§ Required action
Give all of the records again precisely, excluding whatever pictures they contain.

Saved entries

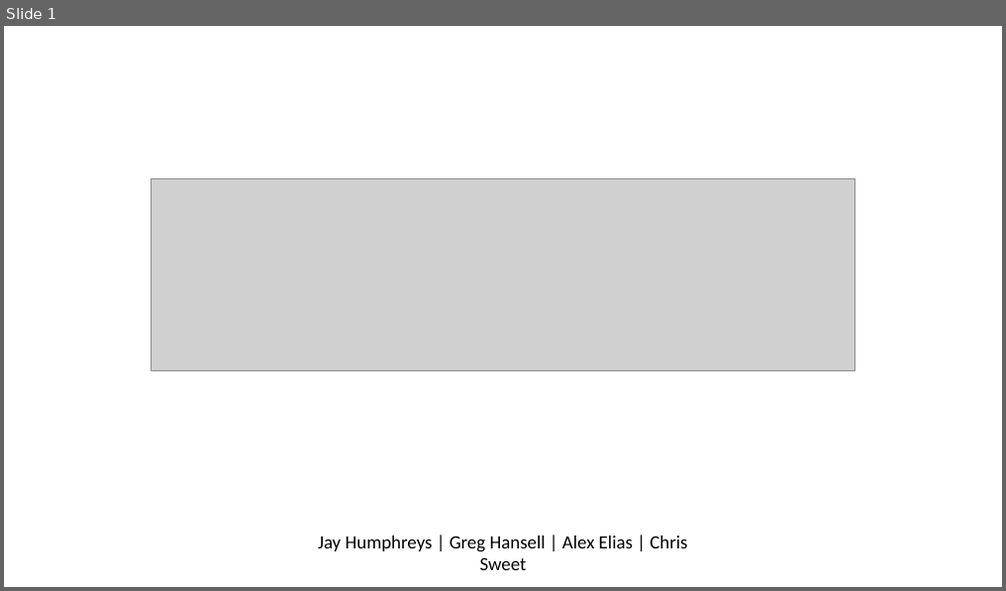
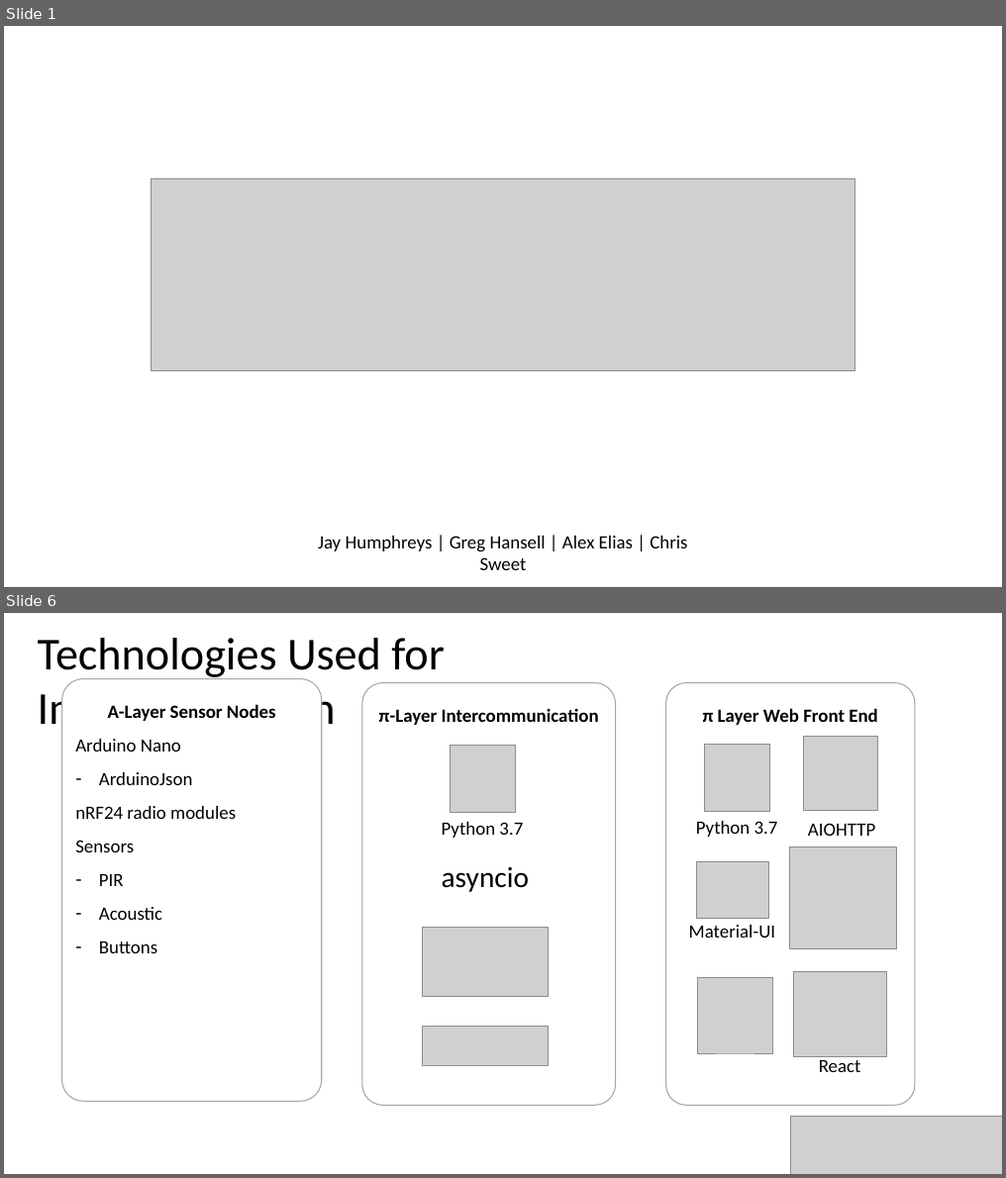
Before and after one commit to gregjhansell97/hive-map, a slide deck: presentation.pptx. Shown one above the other, each under a label of ours: slide 1 before the commit, slides 1 and 6 after it; the slides between them are not shown. The pictures are 1006x591 and 1006x1178 pixels, drawn with LibreOffice and Linux fonts; fonts in the diff are those of the drawing; grey boxes stand for pictures. Boxes give left, top, right and bottom in pixels: in the first picture for what was removed or moved away, otherwise in the second. Text is boxed around its words. In the diff, an @@ line names an element or a change of style, - is before the commit and + after.

```diff
--- a/presentation.pptx
+++ b/presentation.pptx
@@ slide 6 added at bbox=[4, 613, 1002, 1174], background #FFFFFF @@
@@ text added at bbox=[38, 638, 445, 736], 44 pt, text #000000 @@
+Technologies Used for Implementation
@@ rounded rectangle added at bbox=[62, 679, 322, 1102], fill #FFFFFF, outline #A5A5A5 1 pt, 18 pt, text #000000 @@
+A-Layer Sensor Nodes
+Arduino Nano
+– ArduinoJson
+nRF24 radio modules
+Sensors
+– PIR
+– Acoustic
+– Buttons
@@ rounded rectangle added at bbox=[362, 682, 616, 1106], fill #FFFFFF, outline #A5A5A5 1 pt, 18 pt, text #000000, bold @@
+π-Layer Intercommunication
@@ rounded rectangle added at bbox=[665, 682, 915, 1106], fill #FFFFFF, outline #A5A5A5 1 pt, 18 pt, text #000000, bold @@
+π Layer Web Front End
@@ picture added at bbox=[450, 746, 515, 813] @@
@@ picture added at bbox=[705, 744, 770, 811] @@
@@ picture added at bbox=[804, 737, 877, 811] @@
@@ text added at bbox=[442, 822, 523, 838], 18 pt, text #000000 @@
+Python 3.7
@@ text added at bbox=[696, 821, 778, 837], 18 pt, text #000000 @@
+Python 3.7
@@ picture added at bbox=[790, 848, 897, 950] @@
@@ text added at bbox=[808, 823, 875, 836], 18 pt, text #000000 @@
+AIOHTTP
@@ text added at bbox=[442, 867, 529, 892], 28 pt, text #000000 @@
+asyncio
@@ picture added at bbox=[696, 861, 769, 919] @@
@@ picture added at bbox=[423, 928, 548, 995] @@
@@ text added at bbox=[689, 925, 775, 938], 18 pt, text #000000 @@
+Material-UI
@@ picture added at bbox=[697, 977, 773, 1054] @@
@@ picture added at bbox=[794, 971, 887, 1058] @@
@@ picture added at bbox=[423, 1026, 548, 1065] @@
@@ text added at bbox=[819, 1060, 861, 1072], 18 pt, text #000000 @@
+React
@@ picture added at bbox=[791, 1117, 1002, 1174] @@
```
Also in this commit, not shown: 2 slides changed, 3 other slides added, 2 slides removed, 1 other file.

§ Output for this exercise
Before and after one commit to gregjhansell97/hive-map, a slide deck: presentation.pptx. Shown one above the other, each under a label of ours: slide 1 before the commit, slides 1 and 6 after it; the slides between them are not shown. The pictures are 1006x591 and 1006x1178 pixels, drawn with LibreOffice and Linux fonts; fonts in the diff are those of the drawing; grey boxes stand for pictures. Boxes give left, top, right and bottom in pixels: in the first picture for what was removed or moved away, otherwise in the second. Text is boxed around its words. In the diff, an @@ line names an element or a change of style, - is before the commit and + after.

```diff
--- a/presentation.pptx
+++ b/presentation.pptx
@@ slide 6 added at bbox=[4, 613, 1002, 1174], background #FFFFFF @@
@@ text added at bbox=[38, 638, 445, 736], 44 pt, text #000000 @@
+Technologies Used for Implementation
@@ rounded rectangle added at bbox=[62, 679, 322, 1102], fill #FFFFFF, outline #A5A5A5 1 pt, 18 pt, text #000000 @@
+A-Layer Sensor Nodes
+Arduino Nano
+– ArduinoJson
+nRF24 radio modules
+Sensors
+– PIR
+– Acoustic
+– Buttons
@@ rounded rectangle added at bbox=[362, 682, 616, 1106], fill #FFFFFF, outline #A5A5A5 1 pt, 18 pt, text #000000, bold @@
+π-Layer Intercommunication
@@ rounded rectangle added at bbox=[665, 682, 915, 1106], fill #FFFFFF, outline #A5A5A5 1 pt, 18 pt, text #000000, bold @@
+π Layer Web Front End
@@ picture added at bbox=[450, 746, 515, 813] @@
@@ picture added at bbox=[705, 744, 770, 811] @@
@@ picture added at bbox=[804, 737, 877, 811] @@
@@ text added at bbox=[442, 822, 523, 838], 18 pt, text #000000 @@
+Python 3.7
@@ text added at bbox=[696, 821, 778, 837], 18 pt, text #000000 @@
+Python 3.7
@@ picture added at bbox=[790, 848, 897, 950] @@
@@ text added at bbox=[808, 823, 875, 836], 18 pt, text #000000 @@
+AIOHTTP
@@ text added at bbox=[442, 867, 529, 892], 28 pt, text #000000 @@
+asyncio
@@ picture added at bbox=[696, 861, 769, 919] @@
@@ picture added at bbox=[423, 928, 548, 995] @@
@@ text added at bbox=[689, 925, 775, 938], 18 pt, text #000000 @@
+Material-UI
@@ picture added at bbox=[697, 977, 773, 1054] @@
@@ picture added at bbox=[794, 971, 887, 1058] @@
@@ picture added at bbox=[423, 1026, 548, 1065] @@
@@ text added at bbox=[819, 1060, 861, 1072], 18 pt, text #000000 @@
+React
@@ picture added at bbox=[791, 1117, 1002, 1174] @@
```
Also in this commit, not shown: 2 slides changed, 3 other slides added, 2 slides removed, 1 other file.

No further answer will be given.